**Assigned task**
For each line below that holds the word "changed", make a copy.

**Supplied data**
----------------------------------------

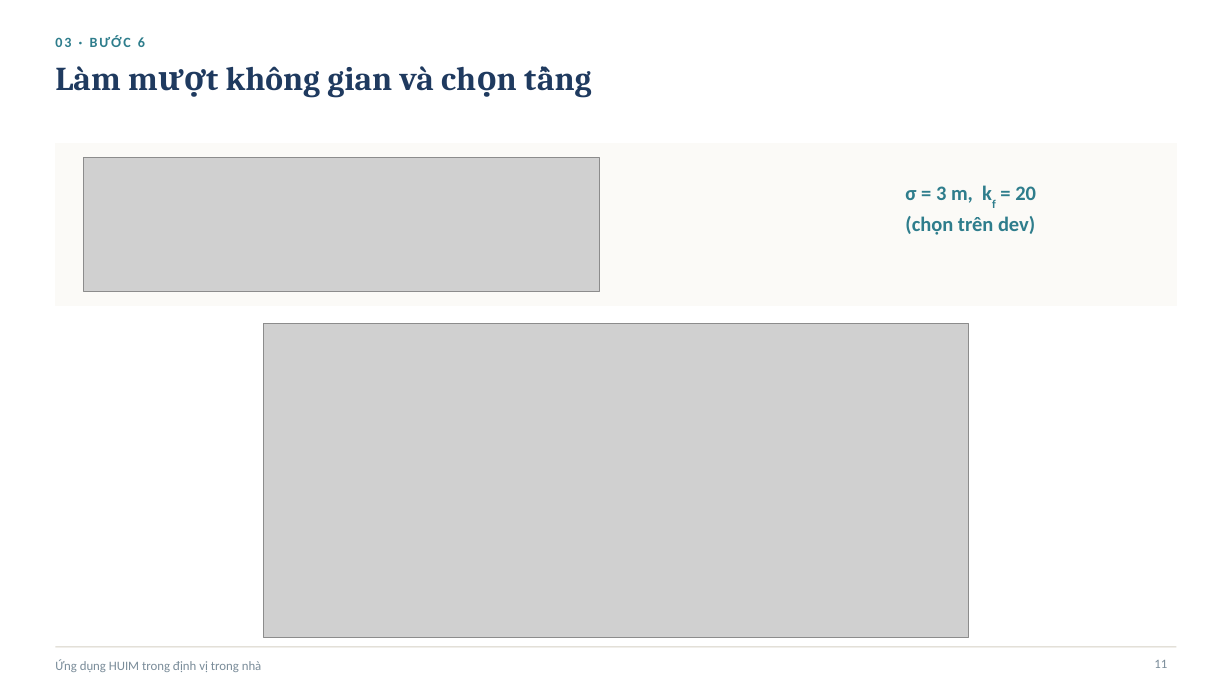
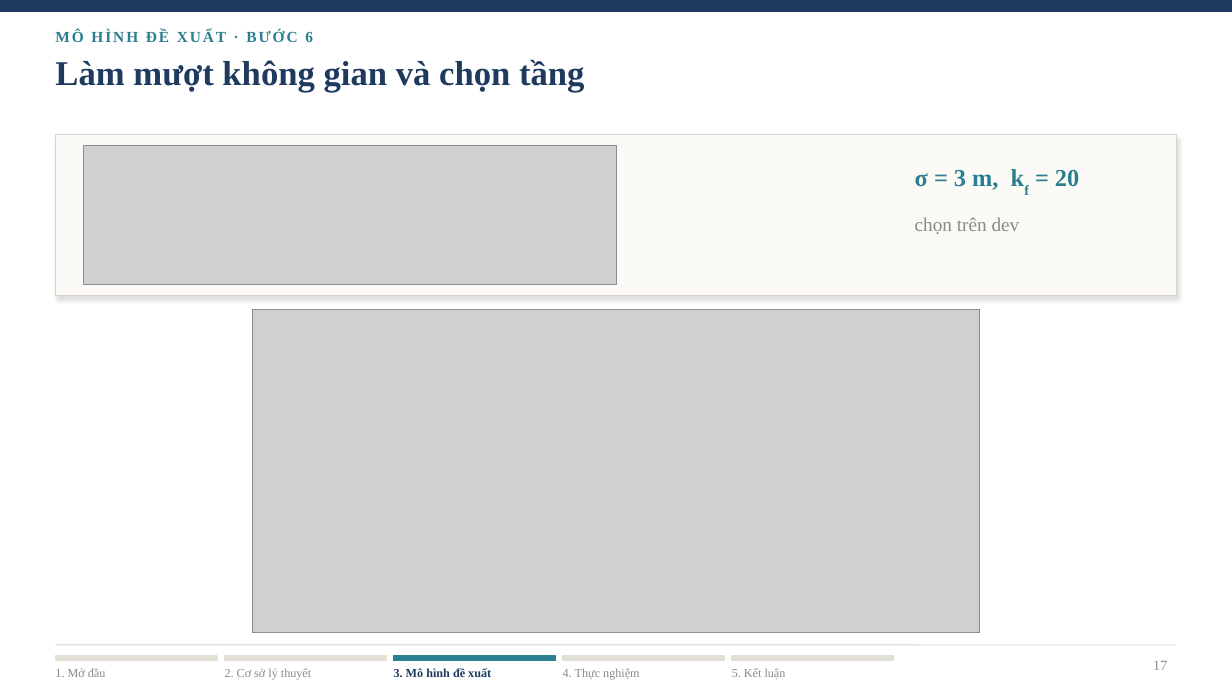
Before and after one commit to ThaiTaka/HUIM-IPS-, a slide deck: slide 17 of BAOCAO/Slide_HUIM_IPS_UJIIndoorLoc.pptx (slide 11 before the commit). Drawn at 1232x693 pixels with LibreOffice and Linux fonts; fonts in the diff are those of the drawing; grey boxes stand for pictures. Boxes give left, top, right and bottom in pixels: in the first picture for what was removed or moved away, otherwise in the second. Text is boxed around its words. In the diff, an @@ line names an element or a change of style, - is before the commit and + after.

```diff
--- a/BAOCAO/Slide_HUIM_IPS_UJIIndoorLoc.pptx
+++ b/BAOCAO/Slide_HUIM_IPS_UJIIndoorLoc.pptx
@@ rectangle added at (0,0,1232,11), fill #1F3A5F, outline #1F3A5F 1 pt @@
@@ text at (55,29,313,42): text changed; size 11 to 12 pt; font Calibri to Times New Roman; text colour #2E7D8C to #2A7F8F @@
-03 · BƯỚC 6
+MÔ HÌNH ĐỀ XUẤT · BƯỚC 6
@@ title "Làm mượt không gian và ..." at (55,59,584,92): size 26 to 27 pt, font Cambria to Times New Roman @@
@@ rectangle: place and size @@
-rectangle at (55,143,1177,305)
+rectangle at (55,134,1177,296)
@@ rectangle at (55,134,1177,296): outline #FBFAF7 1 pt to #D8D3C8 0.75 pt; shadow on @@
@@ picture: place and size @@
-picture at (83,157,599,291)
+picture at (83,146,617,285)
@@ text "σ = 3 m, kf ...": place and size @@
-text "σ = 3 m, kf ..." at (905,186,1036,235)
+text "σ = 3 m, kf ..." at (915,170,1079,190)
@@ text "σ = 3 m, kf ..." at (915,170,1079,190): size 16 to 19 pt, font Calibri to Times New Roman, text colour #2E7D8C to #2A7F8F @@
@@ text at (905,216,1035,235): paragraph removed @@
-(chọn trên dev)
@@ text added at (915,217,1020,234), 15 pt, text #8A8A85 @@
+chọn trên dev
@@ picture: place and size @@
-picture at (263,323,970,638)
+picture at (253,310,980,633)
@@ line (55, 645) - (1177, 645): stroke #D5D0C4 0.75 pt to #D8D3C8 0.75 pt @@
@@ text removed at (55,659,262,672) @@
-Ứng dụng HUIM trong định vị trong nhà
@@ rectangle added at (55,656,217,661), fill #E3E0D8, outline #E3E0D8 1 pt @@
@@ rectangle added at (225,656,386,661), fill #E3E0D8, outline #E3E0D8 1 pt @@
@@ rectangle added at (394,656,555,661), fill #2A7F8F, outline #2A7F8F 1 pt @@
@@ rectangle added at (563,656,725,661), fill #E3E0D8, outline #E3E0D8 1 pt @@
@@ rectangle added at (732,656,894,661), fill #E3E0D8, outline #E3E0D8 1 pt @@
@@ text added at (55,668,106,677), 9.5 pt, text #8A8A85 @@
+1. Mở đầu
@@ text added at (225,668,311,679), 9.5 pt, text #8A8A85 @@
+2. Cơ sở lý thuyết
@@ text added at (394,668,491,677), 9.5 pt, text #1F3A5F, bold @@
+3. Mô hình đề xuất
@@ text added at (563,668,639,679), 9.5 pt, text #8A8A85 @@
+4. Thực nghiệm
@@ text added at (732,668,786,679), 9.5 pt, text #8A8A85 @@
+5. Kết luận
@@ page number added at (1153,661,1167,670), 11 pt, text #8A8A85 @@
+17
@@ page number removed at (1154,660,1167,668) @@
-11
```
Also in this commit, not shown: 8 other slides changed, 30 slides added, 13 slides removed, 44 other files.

----------------------------------------

**Response**
@@ text at (55,29,313,42): text changed; size 11 to 12 pt; font Calibri to Times New Roman; text colour #2E7D8C to #2A7F8F @@
Also in this commit, not shown: 8 other slides changed, 30 slides added, 13 slides removed, 44 other files.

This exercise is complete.